Pre-draft measurables
| Height | Weight | Arm length | Hand span | 40-yard dash | 10-yard split | 20-yard split | 20-yard shuttle | Three-cone drill | Vertical jump | Broad jump | Bench press |
| 6 ft 3 in (1.91 m) | 258 lb (117 kg) | 32+7⁄8 in (0.84 m) | 10+3⁄8 in (0.26 m) | 4.65 s | 1.65 s | 2.74 s | 4.25 s | 6.74 s | 37 in (0.94 m) | 10 ft 2 in (3.10 m) | 26 reps |
All values from NFL Combine.

===Philadelphia Eagles===
Smith was selected by the Philadelphia Eagles in the second round of the 2003 NFL draft.
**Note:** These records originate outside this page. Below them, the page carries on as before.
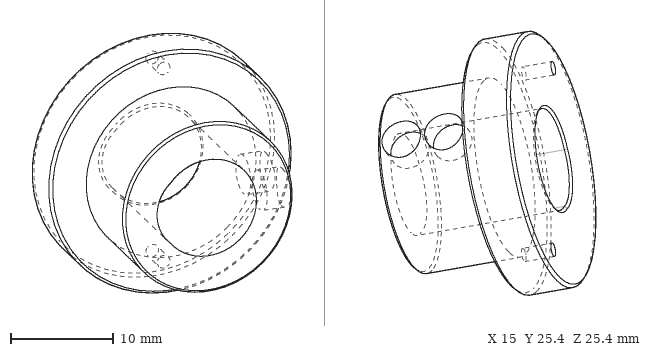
import cadquery as cq

flange_diameter = 25.4
flange_thickness = 5.05
flange_chamfer = 0.3
sleeve_diameter = 17.78
overall_length = 15.0
sleeve_chamfer = 0.25

bore_radius = 5.05
relief_radius = 4.25
relief_offset = 1.12
bore_chamfer = 0.25

pin_hole_diameter = 1.32
pin_hole_depth = 3.05
pin_hole_offset = 10.15

pocket_diameter = 4.0
pocket_depth = 2.55
first_pocket_x = 8.15
pocket_spacing = 4.42
pocket_count = 2


def make_body():
    """Chamfered flange with a sleeve chamfered at its free end."""
    flange = (
        cq.Workplane("YZ")
        .circle(flange_diameter / 2)
        .extrude(flange_thickness)
        .edges()
        .chamfer(flange_chamfer)
    )
    sleeve = (
        cq.Workplane("YZ")
        .circle(sleeve_diameter / 2)
        .extrude(overall_length)
        .faces(">X")
        .edges()
        .chamfer(sleeve_chamfer)
    )
    return flange.union(sleeve)


def make_flared_cylinder(radius, center_y):
    """Cylinder along the part with a flared mouth at the flange face."""
    return (
        cq.Workplane("XY")
        .lineTo(0, radius + bore_chamfer)
        .lineTo(bore_chamfer, radius)
        .lineTo(overall_length, radius)
        .lineTo(overall_length, 0)
        .close()
        .revolve(360, (0, 0, 0), (1, 0, 0))
        .translate((0, center_y, 0))
    )


def make_pin_holes():
    return (
        cq.Workplane("YZ")
        .pushPoints([(0, pin_hole_offset), (0, -pin_hole_offset)])
        .circle(pin_hole_diameter / 2)
        .extrude(pin_hole_depth)
    )


def make_pockets():
    """Two flat-bottomed pockets, cut inwards from the sleeve's outer surface."""
    centers = [(first_pocket_x + i * pocket_spacing, 0) for i in range(pocket_count)]
    pocket_floor_y = sleeve_diameter / 2 - pocket_depth
    return (
        cq.Workplane("XZ", origin=(0, pocket_floor_y, 0))
        .pushPoints(centers)
        .circle(pocket_diameter / 2)
        .extrude(-pocket_depth)
    )


bore = make_flared_cylinder(bore_radius, 0).union(make_flared_cylinder(relief_radius, -relief_offset))

result = make_body().cut(bore).cut(make_pin_holes()).cut(make_pockets())

As a rookie, he backed up Chad Lewis, and had 27 receptions for 321 yards and a touchdown. Coach Andy Reid worked Smith and Lewis both into the offense with two tight-end sets, and Smith had 34 receptions, 377 yards and five touchdowns in 2004. That season, the Eagles reached Super Bowl XXXIX and Smith made an impressive diving reception in the back of the end zone for the Eagles' first touchdown of the game, though they would go on to lose to the New England Patriots 24–21.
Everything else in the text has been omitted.